Die Strecke

Um 18:30 Uhr werden wir mit dem Auto bei unserer Gastfamilie in Moskau abgeholt. Der Zustand des Autos bringt uns zu Stoßgebeten, daß es doch noch bis zum Bahnhof Kasanskaja halten möge. Zu unserer Überraschung tut es das sogar.
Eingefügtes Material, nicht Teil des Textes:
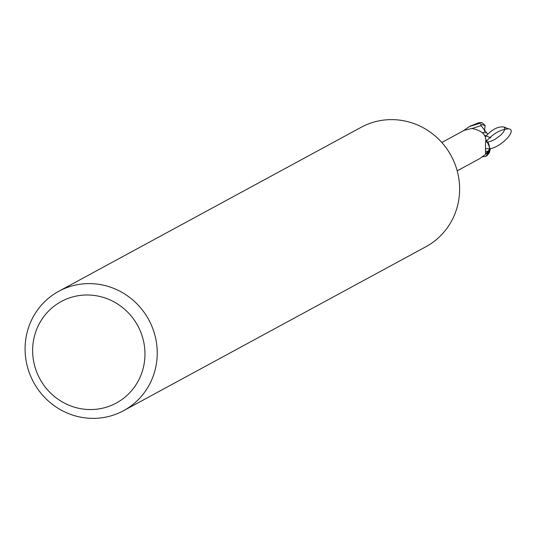 <?xml version="1.0" encoding="UTF-8"?>
<svg xmlns="http://www.w3.org/2000/svg" width="538" height="538" viewBox="0 0 538 538"><rect width="100%" height="100%" fill="white"/><g stroke="black" fill="none" stroke-linecap="round" stroke-linejoin="round"><path stroke-width="0.81" d="M58.783 291.28L361.166 127.298A67.929 65.522 61.5 0 1 433.366 134.48A67.929 65.522 61.5 0 1 457.811 204.662A67.929 65.522 61.5 0 1 425.928 246.72L123.545 410.702A67.929 65.522 61.5 0 1 51.345 403.52A67.929 65.522 61.5 0 1 26.9 333.338A67.929 65.522 61.5 0 1 58.783 291.28A67.929 65.522 61.5 0 1 130.976 298.462A67.929 65.522 61.5 0 1 155.428 368.644A67.929 65.522 61.5 0 1 123.545 410.702M143.424 367.279A57.741 55.696 61.5 0 1 75.73 407.555A57.741 55.696 61.5 0 1 34.176 337.265A57.741 55.696 61.5 0 1 101.87 296.989A57.741 55.696 61.5 0 1 143.424 367.279M457.186 170.849L479.688 158.643L487.32 153A16.133 15.562 61.5 0 0 489.587 148.844L488.201 151.272L485.532 153.579L485.458 143.296C487.199 135.61 482.687 130.667 471.907 128.468L464.307 130.283L441.806 142.489M488.201 151.272A17.539 6.53 -34 0 1 485.592 151.077M485.209 136.961C491.893 129.396 498.208 126.094 504.146 127.049L504.893 128.595L504.711 129.692L503.286 132.328L500.616 135.246L495.148 139.248L491.268 141.124L487.845 142.039A14.573 14.055 61.5 0 1 489.587 148.844L485.626 148.683M487.267 153.074L487.926 153.599L485.747 156.329L482.552 156.84M485.72 139.093L489.546 146.961L489.701 150.344A16.812 16.214 61.5 0 1 487.791 153.498A16.806 16.214 61.5 0 0 489.701 150.337L489.715 148.488L487.845 142.039L485.747 141.992M478.692 122.778L470.125 126.174M485.747 156.329L487.038 155.623L489.405 152.59L490.407 148.535M490.885 137.869L484.489 135.273M489.405 152.59L489.546 146.961M463.258 130.855L469.546 126.477L482.014 122.644L485.121 125.441L480.649 124.392L481.026 125.65L487.778 134.211M486.466 132.785L482.936 132.516M485.115 125.441L484.415 131.521M489.654 150.822A16.981 16.375 61.5 0 1 487.926 153.599M489.728 148.824C501.423 147.109 517.865 129.53 508.423 128.838C500.32 129.402 492.761 133.801 485.74 142.032M481.019 125.65L472.162 128.468M478.013 122.872A16.981 16.382 61.5 0 1 481.275 122.671M508.423 128.838L504.146 127.049M478.416 122.785L482.014 122.644M469.546 126.477L470.844 125.771"/></g></svg>

Der Zug ist ewig lang und sollte eigentlich einen Speisewagen haben. Da wir dem aber mißtrauen, geht Bärbel mit ihren "sagenhaften" Russisch-Kenntnissen einkaufen. Es klappt sogar und später stellen wir fest, daß auch alles recht gut schmeckt. Einen Schrecken bekommen wir beide, als sich herausstellt, daß Bärbel nicht mitbekommen hatte, daß der Zug nicht erst - wie uns ursprünglich mitgeteilt wurde - um 21:14 Uhr abfährt, sondern bereits um 20:03 Uhr. Unsere Betreuung hatte am Abend vorher angerufen und Bescheid gesagt. Hans Walter dachte, Bärbel hätte das mitbekommen. Sie hatte sich nur gewundert, daß wir so früh abgeholt werden. Damit hätte die ganze Reise schon am Anfang schief gehen können: Hans Walter im Zug (ohne Fahrkarten), Bärbel auf dem Bahnhof (mit Fahrkarten)!

Wir haben ein Abteil für 4 Personen für uns beide allein. Dies ist zwar teurer, aber so haben wir Platz und sind vor allem ungestört. Gerade nachts ist das schon angenehmer. Die Betten (obere Betten) sind bereits bezogen. Kostenpunkt für die Bettwäsche: 70 Rubel (ca. DM 5,85). Die unteren Betten lassen wir als Bank. So müssen wir über Nacht nicht alles wegräumen.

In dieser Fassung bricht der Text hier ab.